Value at which to evaluate the PDF.

required
mean ArrayLike

Mean of the distribution.

required
chol_cov ArrayLike

Generalized Cholesky factor of the covariance matrix of the distribution.

required
nan_support bool

If True, ignores NaNs in x by projecting the distribution onto the lower-dimensional subspace spanned by the non-NaN entries of x. Note that nan_support=True uses the tria operation (QR decomposition), and therefore increases the internal complexity of the function from \(O(n^2)\) to \(O(n^3)\), where \(n\) is the dimension of x.

True

Returns:

Type Description
Array

Array of logpdf values.

Source code in cuthbertlib/stats/multivariate_normal.py
def logpdf(
    x: ArrayLike, mean: ArrayLike, chol_cov: ArrayLike, nan_support: bool = True
) -> Array:
    """Multivariate normal log probability distribution function with chol_cov input.
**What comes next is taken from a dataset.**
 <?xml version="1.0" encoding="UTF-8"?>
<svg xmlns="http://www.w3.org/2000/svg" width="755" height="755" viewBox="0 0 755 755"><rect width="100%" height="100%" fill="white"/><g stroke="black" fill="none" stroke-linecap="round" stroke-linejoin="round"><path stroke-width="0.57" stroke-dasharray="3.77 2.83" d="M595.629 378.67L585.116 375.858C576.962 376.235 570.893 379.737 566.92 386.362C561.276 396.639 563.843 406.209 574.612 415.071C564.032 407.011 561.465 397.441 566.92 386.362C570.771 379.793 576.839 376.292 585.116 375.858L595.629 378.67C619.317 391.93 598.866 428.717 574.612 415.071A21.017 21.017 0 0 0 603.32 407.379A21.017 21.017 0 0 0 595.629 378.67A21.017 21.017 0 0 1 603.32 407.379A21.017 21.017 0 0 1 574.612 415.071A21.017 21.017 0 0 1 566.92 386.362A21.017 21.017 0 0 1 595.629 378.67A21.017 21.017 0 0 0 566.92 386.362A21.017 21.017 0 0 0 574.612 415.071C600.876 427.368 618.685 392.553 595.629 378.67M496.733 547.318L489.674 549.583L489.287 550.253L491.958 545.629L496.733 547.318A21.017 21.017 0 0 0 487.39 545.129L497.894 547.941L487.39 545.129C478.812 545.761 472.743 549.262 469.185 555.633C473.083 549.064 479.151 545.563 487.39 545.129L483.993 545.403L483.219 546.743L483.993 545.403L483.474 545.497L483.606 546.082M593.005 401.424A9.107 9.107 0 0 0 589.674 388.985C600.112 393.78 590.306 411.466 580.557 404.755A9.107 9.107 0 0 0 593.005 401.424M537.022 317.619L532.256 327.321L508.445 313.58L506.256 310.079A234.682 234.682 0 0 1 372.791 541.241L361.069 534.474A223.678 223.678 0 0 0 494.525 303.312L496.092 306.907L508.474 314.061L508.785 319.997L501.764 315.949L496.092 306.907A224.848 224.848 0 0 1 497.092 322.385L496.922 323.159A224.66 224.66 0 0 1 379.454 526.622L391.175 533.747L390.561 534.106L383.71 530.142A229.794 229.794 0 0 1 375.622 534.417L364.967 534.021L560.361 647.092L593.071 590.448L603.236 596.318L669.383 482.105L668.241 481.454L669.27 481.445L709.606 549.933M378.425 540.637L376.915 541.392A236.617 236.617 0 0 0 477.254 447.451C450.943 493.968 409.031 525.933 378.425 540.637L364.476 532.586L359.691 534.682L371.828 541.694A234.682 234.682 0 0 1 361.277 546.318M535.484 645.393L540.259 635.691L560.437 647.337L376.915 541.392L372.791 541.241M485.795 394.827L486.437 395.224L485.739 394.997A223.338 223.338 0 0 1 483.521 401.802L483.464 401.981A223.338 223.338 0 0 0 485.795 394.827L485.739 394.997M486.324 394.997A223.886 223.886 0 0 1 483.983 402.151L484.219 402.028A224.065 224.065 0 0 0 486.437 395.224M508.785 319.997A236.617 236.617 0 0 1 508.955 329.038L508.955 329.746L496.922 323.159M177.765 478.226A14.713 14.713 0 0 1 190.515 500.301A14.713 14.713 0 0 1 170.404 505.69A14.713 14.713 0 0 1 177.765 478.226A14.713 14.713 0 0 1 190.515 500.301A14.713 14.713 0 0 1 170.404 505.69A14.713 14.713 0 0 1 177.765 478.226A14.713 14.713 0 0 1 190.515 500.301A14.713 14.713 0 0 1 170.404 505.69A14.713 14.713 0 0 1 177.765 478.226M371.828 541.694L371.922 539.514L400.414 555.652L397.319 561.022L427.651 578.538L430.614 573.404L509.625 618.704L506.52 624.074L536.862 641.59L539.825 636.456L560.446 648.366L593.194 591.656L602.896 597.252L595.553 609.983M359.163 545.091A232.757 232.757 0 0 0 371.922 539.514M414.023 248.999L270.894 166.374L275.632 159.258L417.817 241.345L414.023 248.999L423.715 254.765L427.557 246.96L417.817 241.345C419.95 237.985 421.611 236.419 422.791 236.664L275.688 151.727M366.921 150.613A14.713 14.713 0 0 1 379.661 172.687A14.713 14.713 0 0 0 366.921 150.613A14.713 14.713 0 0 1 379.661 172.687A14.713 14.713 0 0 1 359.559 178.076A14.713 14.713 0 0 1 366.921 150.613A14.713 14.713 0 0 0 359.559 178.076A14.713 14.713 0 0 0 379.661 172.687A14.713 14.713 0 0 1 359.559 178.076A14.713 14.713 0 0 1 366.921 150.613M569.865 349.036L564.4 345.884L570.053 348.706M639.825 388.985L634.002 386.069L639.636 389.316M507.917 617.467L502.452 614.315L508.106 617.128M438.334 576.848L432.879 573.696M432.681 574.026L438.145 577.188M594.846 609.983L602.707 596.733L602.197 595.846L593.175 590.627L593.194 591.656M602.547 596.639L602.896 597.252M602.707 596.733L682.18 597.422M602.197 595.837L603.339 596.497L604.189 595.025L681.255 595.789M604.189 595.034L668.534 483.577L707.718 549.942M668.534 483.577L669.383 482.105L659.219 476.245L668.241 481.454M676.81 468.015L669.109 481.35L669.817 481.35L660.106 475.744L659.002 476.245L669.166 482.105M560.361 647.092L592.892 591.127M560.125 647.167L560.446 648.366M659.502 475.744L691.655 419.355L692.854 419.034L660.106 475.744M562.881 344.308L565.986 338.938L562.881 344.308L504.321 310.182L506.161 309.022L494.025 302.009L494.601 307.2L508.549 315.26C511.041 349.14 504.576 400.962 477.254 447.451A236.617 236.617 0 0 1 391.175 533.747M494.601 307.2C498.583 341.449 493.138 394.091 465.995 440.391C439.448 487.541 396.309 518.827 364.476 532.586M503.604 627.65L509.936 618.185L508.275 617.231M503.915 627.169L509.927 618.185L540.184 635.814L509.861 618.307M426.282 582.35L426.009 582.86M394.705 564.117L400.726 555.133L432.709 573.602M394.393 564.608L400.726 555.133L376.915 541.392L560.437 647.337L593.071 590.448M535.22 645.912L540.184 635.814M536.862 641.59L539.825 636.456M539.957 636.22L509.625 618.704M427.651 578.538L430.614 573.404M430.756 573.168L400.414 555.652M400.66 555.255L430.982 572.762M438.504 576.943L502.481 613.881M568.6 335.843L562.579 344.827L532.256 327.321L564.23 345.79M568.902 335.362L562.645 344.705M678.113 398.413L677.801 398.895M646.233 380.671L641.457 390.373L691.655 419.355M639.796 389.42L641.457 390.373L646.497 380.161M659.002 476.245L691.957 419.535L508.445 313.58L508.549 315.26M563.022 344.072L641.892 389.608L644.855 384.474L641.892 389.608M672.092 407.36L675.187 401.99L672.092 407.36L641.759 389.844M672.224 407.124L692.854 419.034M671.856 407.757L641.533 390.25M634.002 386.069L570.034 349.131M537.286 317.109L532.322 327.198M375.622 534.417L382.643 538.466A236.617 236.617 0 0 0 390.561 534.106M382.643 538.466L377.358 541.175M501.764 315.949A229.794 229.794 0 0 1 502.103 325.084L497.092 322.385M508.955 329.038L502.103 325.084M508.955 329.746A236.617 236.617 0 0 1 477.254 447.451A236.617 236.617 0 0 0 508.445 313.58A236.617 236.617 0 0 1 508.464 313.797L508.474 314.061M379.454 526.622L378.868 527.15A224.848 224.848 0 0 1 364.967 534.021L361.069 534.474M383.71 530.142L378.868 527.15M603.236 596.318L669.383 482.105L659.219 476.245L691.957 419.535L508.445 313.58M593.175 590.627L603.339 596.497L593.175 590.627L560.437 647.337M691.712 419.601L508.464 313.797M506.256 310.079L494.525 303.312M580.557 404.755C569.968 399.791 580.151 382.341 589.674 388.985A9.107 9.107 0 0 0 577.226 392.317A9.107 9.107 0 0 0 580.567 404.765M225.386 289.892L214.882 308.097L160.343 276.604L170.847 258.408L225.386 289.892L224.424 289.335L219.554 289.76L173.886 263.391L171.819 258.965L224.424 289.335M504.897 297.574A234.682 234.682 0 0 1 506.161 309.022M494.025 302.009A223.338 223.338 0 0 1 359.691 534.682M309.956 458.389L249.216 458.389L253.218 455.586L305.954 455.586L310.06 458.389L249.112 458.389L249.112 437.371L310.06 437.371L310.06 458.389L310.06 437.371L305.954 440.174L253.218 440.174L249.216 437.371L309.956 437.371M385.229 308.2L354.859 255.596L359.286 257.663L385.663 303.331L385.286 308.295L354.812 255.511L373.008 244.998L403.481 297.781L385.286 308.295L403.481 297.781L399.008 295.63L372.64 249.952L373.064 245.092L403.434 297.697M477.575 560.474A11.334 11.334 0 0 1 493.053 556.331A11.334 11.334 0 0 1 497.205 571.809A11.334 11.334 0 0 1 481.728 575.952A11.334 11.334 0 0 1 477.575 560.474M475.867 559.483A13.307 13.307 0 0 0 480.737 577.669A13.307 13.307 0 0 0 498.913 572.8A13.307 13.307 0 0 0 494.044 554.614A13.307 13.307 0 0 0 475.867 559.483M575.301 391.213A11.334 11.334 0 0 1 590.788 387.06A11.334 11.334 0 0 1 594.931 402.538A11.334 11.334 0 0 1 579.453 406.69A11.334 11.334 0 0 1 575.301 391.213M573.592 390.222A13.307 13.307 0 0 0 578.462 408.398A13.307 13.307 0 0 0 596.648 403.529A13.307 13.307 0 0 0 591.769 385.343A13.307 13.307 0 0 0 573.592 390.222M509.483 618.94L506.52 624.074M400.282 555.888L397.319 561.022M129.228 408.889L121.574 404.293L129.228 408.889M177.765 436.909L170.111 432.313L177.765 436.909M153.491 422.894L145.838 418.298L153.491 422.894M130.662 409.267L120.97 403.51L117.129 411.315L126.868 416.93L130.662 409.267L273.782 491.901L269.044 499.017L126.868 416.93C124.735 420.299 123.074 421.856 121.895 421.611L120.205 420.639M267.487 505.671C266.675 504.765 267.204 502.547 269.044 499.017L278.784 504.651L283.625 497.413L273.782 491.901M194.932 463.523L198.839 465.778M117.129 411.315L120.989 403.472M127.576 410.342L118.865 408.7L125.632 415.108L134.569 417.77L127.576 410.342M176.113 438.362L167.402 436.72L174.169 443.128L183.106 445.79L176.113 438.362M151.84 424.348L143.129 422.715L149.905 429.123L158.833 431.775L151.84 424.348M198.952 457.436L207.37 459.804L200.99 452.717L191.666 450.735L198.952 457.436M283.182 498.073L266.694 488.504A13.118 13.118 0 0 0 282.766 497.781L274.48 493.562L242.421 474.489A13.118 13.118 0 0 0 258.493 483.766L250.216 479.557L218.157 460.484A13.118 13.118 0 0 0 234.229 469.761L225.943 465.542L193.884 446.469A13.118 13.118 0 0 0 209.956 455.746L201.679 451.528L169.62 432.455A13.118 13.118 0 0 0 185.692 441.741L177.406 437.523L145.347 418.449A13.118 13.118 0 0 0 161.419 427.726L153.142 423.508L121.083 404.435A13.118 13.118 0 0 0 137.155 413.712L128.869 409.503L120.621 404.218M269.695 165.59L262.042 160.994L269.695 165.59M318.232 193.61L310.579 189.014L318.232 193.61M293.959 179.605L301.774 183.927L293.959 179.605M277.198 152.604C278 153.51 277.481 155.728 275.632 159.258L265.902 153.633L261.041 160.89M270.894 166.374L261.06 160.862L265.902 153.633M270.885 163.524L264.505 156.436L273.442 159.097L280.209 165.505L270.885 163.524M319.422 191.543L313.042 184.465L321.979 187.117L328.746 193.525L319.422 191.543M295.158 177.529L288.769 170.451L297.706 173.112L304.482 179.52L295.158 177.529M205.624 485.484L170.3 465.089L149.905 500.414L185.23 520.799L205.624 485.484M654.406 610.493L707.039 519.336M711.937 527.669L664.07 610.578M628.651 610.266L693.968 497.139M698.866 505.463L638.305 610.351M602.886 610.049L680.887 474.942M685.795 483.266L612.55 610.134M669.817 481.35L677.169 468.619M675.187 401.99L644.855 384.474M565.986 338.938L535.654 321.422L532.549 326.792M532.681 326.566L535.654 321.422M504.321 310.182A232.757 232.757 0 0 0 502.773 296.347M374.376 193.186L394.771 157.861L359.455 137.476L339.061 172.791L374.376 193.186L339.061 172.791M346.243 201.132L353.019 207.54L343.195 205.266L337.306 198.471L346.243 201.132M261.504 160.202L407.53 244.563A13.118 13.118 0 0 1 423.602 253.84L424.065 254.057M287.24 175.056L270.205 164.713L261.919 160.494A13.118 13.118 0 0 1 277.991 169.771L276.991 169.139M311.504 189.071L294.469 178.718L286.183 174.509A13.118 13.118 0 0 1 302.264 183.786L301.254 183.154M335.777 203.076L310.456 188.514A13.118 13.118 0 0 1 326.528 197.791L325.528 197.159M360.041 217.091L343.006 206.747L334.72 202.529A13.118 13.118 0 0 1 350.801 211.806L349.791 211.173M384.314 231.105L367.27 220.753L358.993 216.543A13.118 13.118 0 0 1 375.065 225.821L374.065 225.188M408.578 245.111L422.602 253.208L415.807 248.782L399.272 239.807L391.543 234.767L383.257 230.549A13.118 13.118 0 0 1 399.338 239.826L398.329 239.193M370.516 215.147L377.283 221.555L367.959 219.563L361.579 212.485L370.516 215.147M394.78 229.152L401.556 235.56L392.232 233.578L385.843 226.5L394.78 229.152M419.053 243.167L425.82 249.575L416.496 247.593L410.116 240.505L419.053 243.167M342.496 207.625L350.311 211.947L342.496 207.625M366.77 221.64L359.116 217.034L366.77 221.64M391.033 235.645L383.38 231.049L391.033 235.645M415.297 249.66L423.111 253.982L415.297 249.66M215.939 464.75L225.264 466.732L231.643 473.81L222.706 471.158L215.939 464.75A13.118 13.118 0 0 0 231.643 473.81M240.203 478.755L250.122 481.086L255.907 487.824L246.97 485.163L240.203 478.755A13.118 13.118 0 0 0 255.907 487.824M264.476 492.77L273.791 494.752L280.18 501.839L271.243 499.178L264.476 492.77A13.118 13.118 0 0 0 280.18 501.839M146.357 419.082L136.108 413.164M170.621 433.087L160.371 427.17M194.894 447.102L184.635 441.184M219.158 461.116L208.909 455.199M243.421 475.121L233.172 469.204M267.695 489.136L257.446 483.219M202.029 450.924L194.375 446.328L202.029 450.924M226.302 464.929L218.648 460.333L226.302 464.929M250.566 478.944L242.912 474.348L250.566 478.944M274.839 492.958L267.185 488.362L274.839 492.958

    Here `chol_cov` is the (generalized) Cholesky factor of the covariance matrix.
    Modified version of `jax.scipy.stats.multivariate_normal.logpdf` which takes
    the full covariance matrix as input.

    Args:
        x: Value at which to evaluate the PDF.
        mean: Mean of the distribution.
        chol_cov: Generalized Cholesky factor of the covariance matrix of the distribution.
        nan_support: If `True`, ignores NaNs in `x` by projecting the distribution onto the
            lower-dimensional subspace spanned by the non-NaN entries of `x`. Note that
            `nan_support=True` uses the [tria][cuthbertlib.linalg.tria] operation (QR
            decomposition), and therefore increases the internal complexity of the function
            from $O(n^2)$ to $O(n^3)$, where $n$ is the dimension of `x`.

    Returns:
        Array of logpdf values.
    """
    x, mean, chol_cov = promote_dtypes_inexact(x, mean, chol_cov)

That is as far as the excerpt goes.